Mechanistic theories of MNS functioning fall broadly into two camps: motor and cognitive theories. Classical motor theories posit that abstract action representations arise from simulating actions within the motor system, while newer cognitive theories propose that abstract action representations arise from the integration of multiple domains of information: perceptual, motor, semantic, and conceptual. Aside from these competing theories, there are more fundamental controversies surrounding the human MNS – even the very existence of mirror neurons in this network is debated. As such, the term "MNS" is sometimes eschewed for more functionally defined names such as "action observation network", "action identification network", and "action representation network".

Premotor cortex

Mirror neurons were first discovered in macaque premotor cortex. The premotor cortex is associated with a diverse array of functions, encompassing low-level motor control, motor planning, sensory guidance of movement, along with higher level cognitive functions such as language processing and action comprehension. The premotor cortex has been found to contain subregions with unique cytoarchitectural properties, the significance of which is not yet fully understood. In humans, sensorimotor mirroring responses are also found throughout premotor cortex and adjacent sections of inferior frontal gyrus and supplementary motor area.

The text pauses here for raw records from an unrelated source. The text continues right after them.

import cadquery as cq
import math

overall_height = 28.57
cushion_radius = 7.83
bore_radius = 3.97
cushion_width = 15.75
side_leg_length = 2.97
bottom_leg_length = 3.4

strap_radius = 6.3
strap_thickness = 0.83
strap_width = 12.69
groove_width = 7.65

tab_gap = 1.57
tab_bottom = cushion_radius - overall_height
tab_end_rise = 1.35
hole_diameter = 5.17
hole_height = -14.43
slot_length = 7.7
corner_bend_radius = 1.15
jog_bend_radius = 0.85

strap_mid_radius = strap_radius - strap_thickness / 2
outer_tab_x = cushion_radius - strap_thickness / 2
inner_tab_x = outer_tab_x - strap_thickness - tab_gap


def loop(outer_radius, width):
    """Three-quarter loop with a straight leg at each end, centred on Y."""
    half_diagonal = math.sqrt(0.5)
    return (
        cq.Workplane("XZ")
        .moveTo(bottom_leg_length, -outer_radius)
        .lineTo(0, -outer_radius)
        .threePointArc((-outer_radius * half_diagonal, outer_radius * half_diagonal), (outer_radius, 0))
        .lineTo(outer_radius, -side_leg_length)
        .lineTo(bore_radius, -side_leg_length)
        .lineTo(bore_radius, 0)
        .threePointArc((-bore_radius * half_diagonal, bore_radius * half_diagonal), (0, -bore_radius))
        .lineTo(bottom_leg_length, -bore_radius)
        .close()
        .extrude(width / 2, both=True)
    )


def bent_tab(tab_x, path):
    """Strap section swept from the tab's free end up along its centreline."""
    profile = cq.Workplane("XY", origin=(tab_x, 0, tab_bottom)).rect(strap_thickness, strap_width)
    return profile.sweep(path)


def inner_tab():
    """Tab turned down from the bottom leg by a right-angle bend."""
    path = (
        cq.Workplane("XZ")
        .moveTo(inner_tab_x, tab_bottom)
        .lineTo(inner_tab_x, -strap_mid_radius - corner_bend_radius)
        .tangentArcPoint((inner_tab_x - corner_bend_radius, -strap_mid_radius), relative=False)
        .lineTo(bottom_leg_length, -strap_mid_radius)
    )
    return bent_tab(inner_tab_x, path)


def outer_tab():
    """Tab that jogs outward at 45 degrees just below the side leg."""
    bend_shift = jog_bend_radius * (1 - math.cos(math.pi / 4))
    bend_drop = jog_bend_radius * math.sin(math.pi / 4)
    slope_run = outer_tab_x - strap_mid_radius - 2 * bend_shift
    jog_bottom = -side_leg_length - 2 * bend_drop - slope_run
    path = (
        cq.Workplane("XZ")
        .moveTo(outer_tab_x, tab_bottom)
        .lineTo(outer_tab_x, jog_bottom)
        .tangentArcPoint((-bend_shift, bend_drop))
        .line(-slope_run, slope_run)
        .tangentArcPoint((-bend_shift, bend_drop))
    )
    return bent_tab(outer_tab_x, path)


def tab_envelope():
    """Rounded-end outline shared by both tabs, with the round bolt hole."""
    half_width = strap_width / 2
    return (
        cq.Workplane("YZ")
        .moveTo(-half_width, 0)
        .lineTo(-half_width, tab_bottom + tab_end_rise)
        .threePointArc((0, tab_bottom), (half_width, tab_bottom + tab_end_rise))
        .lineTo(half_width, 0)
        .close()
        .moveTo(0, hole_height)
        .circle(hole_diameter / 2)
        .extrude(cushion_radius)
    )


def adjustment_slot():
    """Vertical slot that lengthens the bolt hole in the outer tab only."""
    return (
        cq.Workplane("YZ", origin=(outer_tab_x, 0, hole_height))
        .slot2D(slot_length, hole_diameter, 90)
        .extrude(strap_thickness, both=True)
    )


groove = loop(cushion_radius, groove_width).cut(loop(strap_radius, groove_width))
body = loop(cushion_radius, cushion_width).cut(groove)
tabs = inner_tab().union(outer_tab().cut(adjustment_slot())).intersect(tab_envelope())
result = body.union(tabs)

Visuospatial information is more prevalent in ventral premotor cortex than dorsal premotor cortex. In humans, sensorimotor mirroring responses extend beyond ventral premotor cortex into adjacent regions of inferior frontal gyrus, including Broca's area, an area that is critical to language processing and speech production. Action representations in inferior frontal gyrus can be evoked by language, such as action verbs, in addition to the observed and performed actions typically used as stimuli in biological motion studies. The overlap between language and action understanding processes in inferior frontal gyrus has spurred some researchers to suggest overlapping neurocomputational mechanisms between the two. Dorsal premotor cortex is strongly associated with motor preparation and guidance, such as representing multiple motor choices and deciding the final selection of action.

Intraparietal sulcus

Classical studies of action observation have found mirror neurons in macaque intraparietal sulcus. In humans, sensorimotor mirroring responses are centered around the anterior intraperietal sulcus, with responses also seen in adjacent regions such as inferior parietal lobule and superior parietal lobule. Intraparietal sulcus has been shown to more sensitive to the motor features of biological motion, relative to semantic features. Intraparietal sulcus has been shown to encode magnitude in a domain-general manner, whether it be the magnitude of a motor movement, or the magnitude of a person's social status. Intraparietal sulcus is considered a part of the dorsal visual stream, but is also thought to receive inputs from non-dorsal stream regions such as lateral occipitotemporal cortex and posterior superior temporal sulcus.

Lateral occipitotemporal cortex (LOTC)

LOTC encompasses lateral regions of the visual cortex such as V5 and extrastriate body area. Though LOTC is typically associated with visual processing, sensorimotor mirroring responses and abstract action representations are reliably found in this region. LOTC includes cortical areas that are sensitive to motion, objects, body parts, kinematics, body postures, observed movements, and semantic content in verbs. LOTC is thought to encode the fine sensorimotor details of an observed action (e.g. local kinematic and perceptual features). LOTC is also thought to bind together the different means by which a specific action can be carried out.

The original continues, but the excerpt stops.